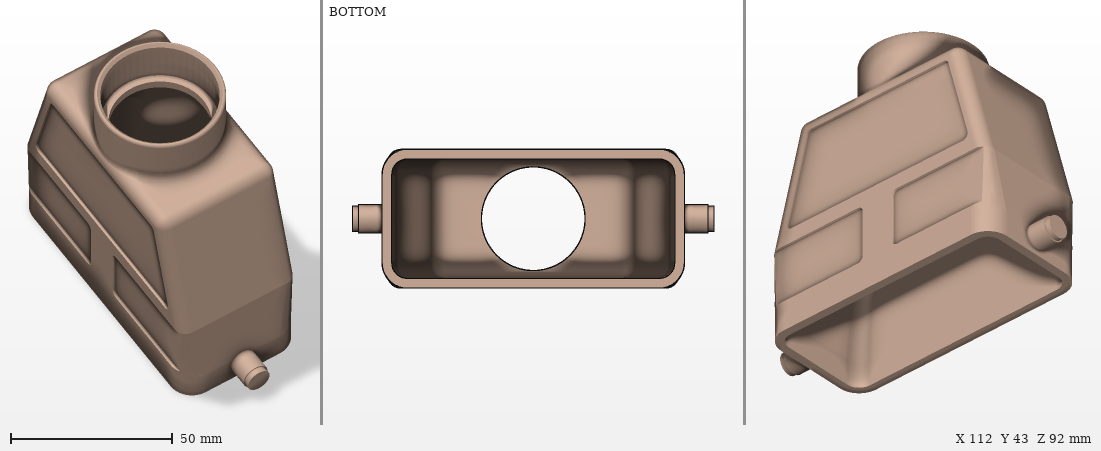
import cadquery as cq
import math

body_depth = 43.0
base_half_length = 46.8
shoulder_half_length = 45.0
top_half_length = 33.0
skirt_height = 9.0
shoulder_height = 31.6
body_height = 75.9
skirt_corner_radius = 7.8
body_edge_radius = 4.0

side_wall = 3.0
top_wall = 2.2

overall_height = 92.0
neck_diameter = 41.0
neck_bore_diameter = 37.0
neck_bore_depth = 15.2
entry_diameter = 32.0
rim_fillet = 1.0
root_fillet = 2.0

overall_length = 112.0
pin_diameter = 8.8
pin_tip_diameter = 8.0
pin_tip_length = 1.9
pin_height = 6.3
pin_embedment = 2.2

recess_depth = 0.9
recess_draft_angle = 20
panel_corner_radius = 2.0
lower_panel_inner = 6.0
lower_panel_bottom = 11.0
lower_panel_top = 31.8
upper_panel_bottom = 37.1
upper_panel_top = 70.7
upper_panel_margin = 5.2

end_slope = (shoulder_half_length - top_half_length) / (body_height - shoulder_height)


def upper_half_length(z):
    """Half length of the body at height z above the shoulder."""
    return shoulder_half_length - end_slope * (z - shoulder_height)


def hood_solid(inset, flat_top):
    """Hood shape with its sides moved inward by inset and its flat top at height flat_top."""
    depth = body_depth - 2 * inset
    shoulder = shoulder_half_length - inset
    top = upper_half_length(flat_top) - inset

    upper = (
        cq.Workplane("XZ")
        .polyline([
            (-shoulder, shoulder_height),
            (shoulder, shoulder_height),
            (top, flat_top),
            (-top, flat_top),
        ])
        .close()
        .extrude(depth / 2, both=True)
        .edges("not <Z")
        .fillet(body_edge_radius)
    )
    skirt = (
        cq.Workplane("XY")
        .rect(2 * (base_half_length - inset), depth)
        .extrude(skirt_height)
        .edges("|Z")
        .fillet(skirt_corner_radius - inset)
    )
    transition = cq.Solid.makeLoft(
        [skirt.faces(">Z").wires().val(), upper.faces("<Z").wires().val()],
        True,
    )
    return upper.union(skirt).union(cq.Workplane(transition))


def add_neck(body):
    """Join the round neck to the body and blend its root into the rounded top."""
    neck_base = body_height - 2 * body_edge_radius
    neck = (
        cq.Workplane("XY", origin=(0, 0, neck_base))
        .circle(neck_diameter / 2)
        .extrude(overall_height - neck_base)
        .faces(">Z")
        .edges()
        .fillet(rim_fillet)
    )
    clearance = 0.1
    reach = neck_diameter / 2 + clearance
    root_zone = cq.selectors.BoxSelector(
        (-reach, -reach, body_height - body_edge_radius),
        (reach, reach, body_height + clearance),
        boundingbox=True,
    )
    return body.union(neck).edges(root_zone).fillet(root_fillet)


def neck_opening():
    """Stepped bore with a 45 degree lead-in that meets the rim fillet."""
    entry_radius = entry_diameter / 2
    bore_radius = neck_bore_diameter / 2
    lead_in_radius = neck_diameter / 2 - rim_fillet
    lead_in_bottom = overall_height - (lead_in_radius - bore_radius)
    bore_floor = overall_height - neck_bore_depth
    entry_bottom = body_height - top_wall - body_edge_radius
    return (
        cq.Workplane("XZ")
        .polyline([
            (0, entry_bottom),
            (entry_radius, entry_bottom),
            (entry_radius, bore_floor),
            (bore_radius, bore_floor),
            (bore_radius, lead_in_bottom),
            (lead_in_radius, overall_height),
            (0, overall_height),
        ])
        .close()
        .revolve(360, (0, 0, 0), (0, 1, 0))
    )


def panel_recess(outline):
    """Shallow recess with rounded corners and drafted walls in the -Y face."""
    sketch = cq.Sketch().polygon(outline + outline[:1]).vertices().fillet(panel_corner_radius)
    return (
        cq.Workplane("XZ", origin=(0, -body_depth / 2, 0))
        .placeSketch(sketch)
        .extrude(-recess_depth, taper=recess_draft_angle)
    )


def front_recesses():
    """One trapezoid above and two panels below that run out past the ends."""
    margin = upper_panel_margin * math.hypot(1, end_slope)
    bottom = upper_half_length(upper_panel_bottom) - margin
    top = upper_half_length(upper_panel_top) - margin
    outer = overall_length / 2
    upper = panel_recess([
        (-bottom, upper_panel_bottom),
        (bottom, upper_panel_bottom),
        (top, upper_panel_top),
        (-top, upper_panel_top),
    ])
    right = panel_recess([
        (lower_panel_inner, lower_panel_bottom),
        (outer, lower_panel_bottom),
        (outer, lower_panel_top),
        (lower_panel_inner, lower_panel_top),
    ])
    return upper.union(right).union(right.mirror("YZ"))


def locking_pin():
    """Stepped pin on the +X end."""
    pin_root = base_half_length - pin_embedment
    tip_start = overall_length / 2 - pin_tip_length
    return (
        cq.Workplane("YZ", origin=(pin_root, 0, pin_height))
        .circle(pin_diameter / 2)
        .extrude(tip_start - pin_root)
        .faces(">X")
        .workplane()
        .circle(pin_tip_diameter / 2)
        .extrude(pin_tip_length)
    )


recesses = front_recesses()
pin = locking_pin()
cavity = hood_solid(side_wall, body_height - top_wall)

result = (
    add_neck(hood_solid(0, body_height))
    .cut(recesses)
    .cut(recesses.mirror("XZ"))
    .cut(cavity)
    .cut(neck_opening())
    .union(pin)
    .union(pin.mirror("YZ"))
)

++++++++++++++++++++

Reproduce each entry word for word and cut the images.

import cadquery as cq
import math

body_depth = 43.0
base_half_length = 46.8
shoulder_half_length = 45.0
top_half_length = 33.0
skirt_height = 9.0
shoulder_height = 31.6
body_height = 75.9
skirt_corner_radius = 7.8
body_edge_radius = 4.0

side_wall = 3.0
top_wall = 2.2

overall_height = 92.0
neck_diameter = 41.0
neck_bore_diameter = 37.0
neck_bore_depth = 15.2
entry_diameter = 32.0
rim_fillet = 1.0
root_fillet = 2.0

overall_length = 112.0
pin_diameter = 8.8
pin_tip_diameter = 8.0
pin_tip_length = 1.9
pin_height = 6.3
pin_embedment = 2.2

recess_depth = 0.9
recess_draft_angle = 20
panel_corner_radius = 2.0
lower_panel_inner = 6.0
lower_panel_bottom = 11.0
lower_panel_top = 31.8
upper_panel_bottom = 37.1
upper_panel_top = 70.7
upper_panel_margin = 5.2

end_slope = (shoulder_half_length - top_half_length) / (body_height - shoulder_height)


def upper_half_length(z):
    """Half length of the body at height z above the shoulder."""
    return shoulder_half_length - end_slope * (z - shoulder_height)


def hood_solid(inset, flat_top):
    """Hood shape with its sides moved inward by inset and its flat top at height flat_top."""
    depth = body_depth - 2 * inset
    shoulder = shoulder_half_length - inset
    top = upper_half_length(flat_top) - inset

    upper = (
        cq.Workplane("XZ")
        .polyline([
            (-shoulder, shoulder_height),
            (shoulder, shoulder_height),
            (top, flat_top),
            (-top, flat_top),
        ])
        .close()
        .extrude(depth / 2, both=True)
        .edges("not <Z")
        .fillet(body_edge_radius)
    )
    skirt = (
        cq.Workplane("XY")
        .rect(2 * (base_half_length - inset), depth)
        .extrude(skirt_height)
        .edges("|Z")
        .fillet(skirt_corner_radius - inset)
    )
    transition = cq.Solid.makeLoft(
        [skirt.faces(">Z").wires().val(), upper.faces("<Z").wires().val()],
        True,
    )
    return upper.union(skirt).union(cq.Workplane(transition))


def add_neck(body):
    """Join the round neck to the body and blend its root into the rounded top."""
    neck_base = body_height - 2 * body_edge_radius
    neck = (
        cq.Workplane("XY", origin=(0, 0, neck_base))
        .circle(neck_diameter / 2)
        .extrude(overall_height - neck_base)
        .faces(">Z")
        .edges()
        .fillet(rim_fillet)
    )
    clearance = 0.1
    reach = neck_diameter / 2 + clearance
    root_zone = cq.selectors.BoxSelector(
        (-reach, -reach, body_height - body_edge_radius),
        (reach, reach, body_height + clearance),
        boundingbox=True,
    )
    return body.union(neck).edges(root_zone).fillet(root_fillet)


def neck_opening():
    """Stepped bore with a 45 degree lead-in that meets the rim fillet."""
    entry_radius = entry_diameter / 2
    bore_radius = neck_bore_diameter / 2
    lead_in_radius = neck_diameter / 2 - rim_fillet
    lead_in_bottom = overall_height - (lead_in_radius - bore_radius)
    bore_floor = overall_height - neck_bore_depth
    entry_bottom = body_height - top_wall - body_edge_radius
    return (
        cq.Workplane("XZ")
        .polyline([
            (0, entry_bottom),
            (entry_radius, entry_bottom),
            (entry_radius, bore_floor),
            (bore_radius, bore_floor),
            (bore_radius, lead_in_bottom),
            (lead_in_radius, overall_height),
            (0, overall_height),
        ])
        .close()
        .revolve(360, (0, 0, 0), (0, 1, 0))
    )


def panel_recess(outline):
    """Shallow recess with rounded corners and drafted walls in the -Y face."""
    sketch = cq.Sketch().polygon(outline + outline[:1]).vertices().fillet(panel_corner_radius)
    return (
        cq.Workplane("XZ", origin=(0, -body_depth / 2, 0))
        .placeSketch(sketch)
        .extrude(-recess_depth, taper=recess_draft_angle)
    )


def front_recesses():
    """One trapezoid above and two panels below that run out past the ends."""
    margin = upper_panel_margin * math.hypot(1, end_slope)
    bottom = upper_half_length(upper_panel_bottom) - margin
    top = upper_half_length(upper_panel_top) - margin
    outer = overall_length / 2
    upper = panel_recess([
        (-bottom, upper_panel_bottom),
        (bottom, upper_panel_bottom),
        (top, upper_panel_top),
        (-top, upper_panel_top),
    ])
    right = panel_recess([
        (lower_panel_inner, lower_panel_bottom),
        (outer, lower_panel_bottom),
        (outer, lower_panel_top),
        (lower_panel_inner, lower_panel_top),
    ])
    return upper.union(right).union(right.mirror("YZ"))


def locking_pin():
    """Stepped pin on the +X end."""
    pin_root = base_half_length - pin_embedment
    tip_start = overall_length / 2 - pin_tip_length
    return (
        cq.Workplane("YZ", origin=(pin_root, 0, pin_height))
        .circle(pin_diameter / 2)
        .extrude(tip_start - pin_root)
        .faces(">X")
        .workplane()
        .circle(pin_tip_diameter / 2)
        .extrude(pin_tip_length)
    )


recesses = front_recesses()
pin = locking_pin()
cavity = hood_solid(side_wall, body_height - top_wall)

result = (
    add_neck(hood_solid(0, body_height))
    .cut(recesses)
    .cut(recesses.mirror("XZ"))
    .cut(cavity)
    .cut(neck_opening())
    .union(pin)
    .union(pin.mirror("YZ"))
)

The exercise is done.